I was glad to see him. This squat, bullet-headed sergeant is as good a man as the department has, and he and I have always been lucky when we tied up together.
“I found three bodies in there before I quit looking,” I told him as I led him indoors. “Maybe a regular detective like you—with a badge and everything—can find more.”
“You didn’t do bad—for a lad,” he said.
My wooziness had passed. I was eager to get to work. These people lying dead around the house were merely counters in a game again—or almost. I remembered the feel of Mrs. Ashcraft’s slim hand in mine, but I stuck that memory in the back of my mind. You hear now and then of detectives who have not become callous, who have not lost what you might call the human touch. I always feel sorry for them, and wonder why they don’t chuck their jobs and find another line of work that wouldn’t be so hard on their emotions. A sleuth who doesn’t grow a tough shell is in for a gay life—day in and day out poking his nose into one kind of woe or another.

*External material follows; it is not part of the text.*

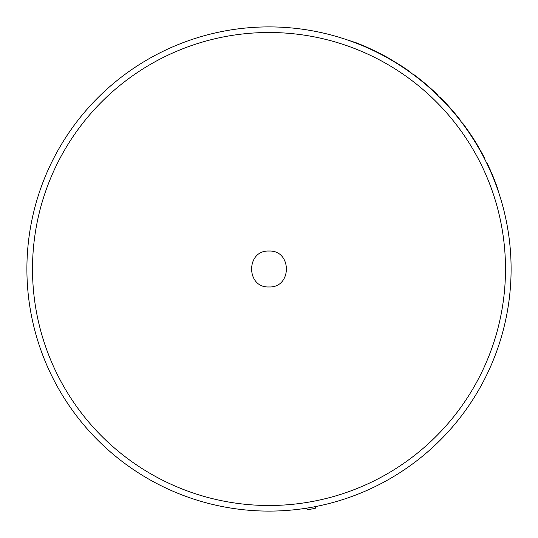 <?xml version="1.0" encoding="UTF-8"?>
<svg xmlns="http://www.w3.org/2000/svg" width="538" height="538" viewBox="0 0 538 538"><rect width="100%" height="100%" fill="white"/><g stroke="black" fill="none" stroke-linecap="round" stroke-linejoin="round"><path stroke-width="0.81" d="M269 26.9A242.1 242.1 0 0 1 511.1 269A242.1 242.1 0 0 1 269 511.1A242.1 242.1 0 0 1 26.9 269A242.1 242.1 0 0 1 269 26.9M437.804 95.455L438.04 95.219A242.436 242.436 0 0 0 416.183 76.362L413.238 74.56L413.991 74.701M415.255 76.073L413.91 75.058M417.73 77.976L418.174 78.319M367.568 47.505L376.445 51.675L367.313 47.761L367.568 47.505A242.436 242.436 0 0 0 356.398 42.865L346.559 39.657L356.398 42.865M410.729 72.724L410.971 72.482A242.436 242.436 0 0 0 401.604 66.046L388.591 58.501L388.833 58.252A242.436 242.436 0 0 0 378.55 52.731L378.301 52.98M496.117 185.146L497.482 188.959M493.844 179.241L494.099 178.979L494.63 180.324L492.781 175.751L487.455 163.868M492.23 174.426L491.974 174.682L487.038 163.014M484.624 158.912L484.873 158.663A242.436 242.436 0 0 0 481.584 152.462L476.977 144.419A242.436 242.436 0 0 0 470.858 134.729L470.615 134.971L466.507 128.414A242.436 242.436 0 0 0 462.492 122.94L462.256 123.175M481.584 152.462L476.977 144.419M487.953 164.91L489.029 167.204M490.69 170.876L490.017 169.369M489.015 167.177L488.692 166.484M488.665 166.43L488.511 166.094M417.36 77.264L416.412 76.531M269.013 286.949C245.886 288.092 245.805 249.955 269 251.051C292.127 249.941 292.188 288.018 269.013 286.949M417.118 77.499L416.17 76.766M489.762 169.618L488.423 166.699M492.781 175.751L496.964 186.491M497.791 188.825L497.388 187.681M306.452 508.188L307.38 509.728A243.768 243.768 0 0 0 315.268 508.336L315.618 506.567M415.497 75.838L414.146 74.822M414.247 74.89L413.48 74.318M460.716 121.158L460.952 120.922A242.436 242.436 0 0 0 440.427 97.573L440.192 97.808M401.604 66.046L388.833 58.252M498.497 190.856L498.787 192.772M494.63 180.324C500.374 195.953 500.374 195.953 494.63 180.324M470.858 134.729L466.507 128.414M426.506 452.861L428.598 451.046M403.164 470.528L406.997 467.919M32.502 269A236.498 236.498 0 0 1 269 32.502A236.498 236.498 0 0 1 505.498 269A236.498 236.498 0 0 1 269 505.498A236.498 236.498 0 0 1 32.502 269M511.1 269A242.1 242.1 0 0 1 269 511.1"/></g></svg>

I showed the Filipino to O’Gar first, and then the two women. We didn’t find any more. Detail work occupied all of us—O’Gar, the eight men under him, and me—for the next few hours. The house had to be gone over from roof to cellar. The neighbors had to be grilled. The employment agencies through which the servants had been hired had to be examined. Relatives and friends of the Filipino and the maid had to be traced and questioned. Newsboys, mail carriers, grocers’ delivery men, laundrymen, had to be found, questioned and, when necessary, investigated.
When the bulk of the reports were in, O’Gar and I sneaked away from the others—especially away from the newspaper men, who were all over the place by now—and locked ourselves in the library.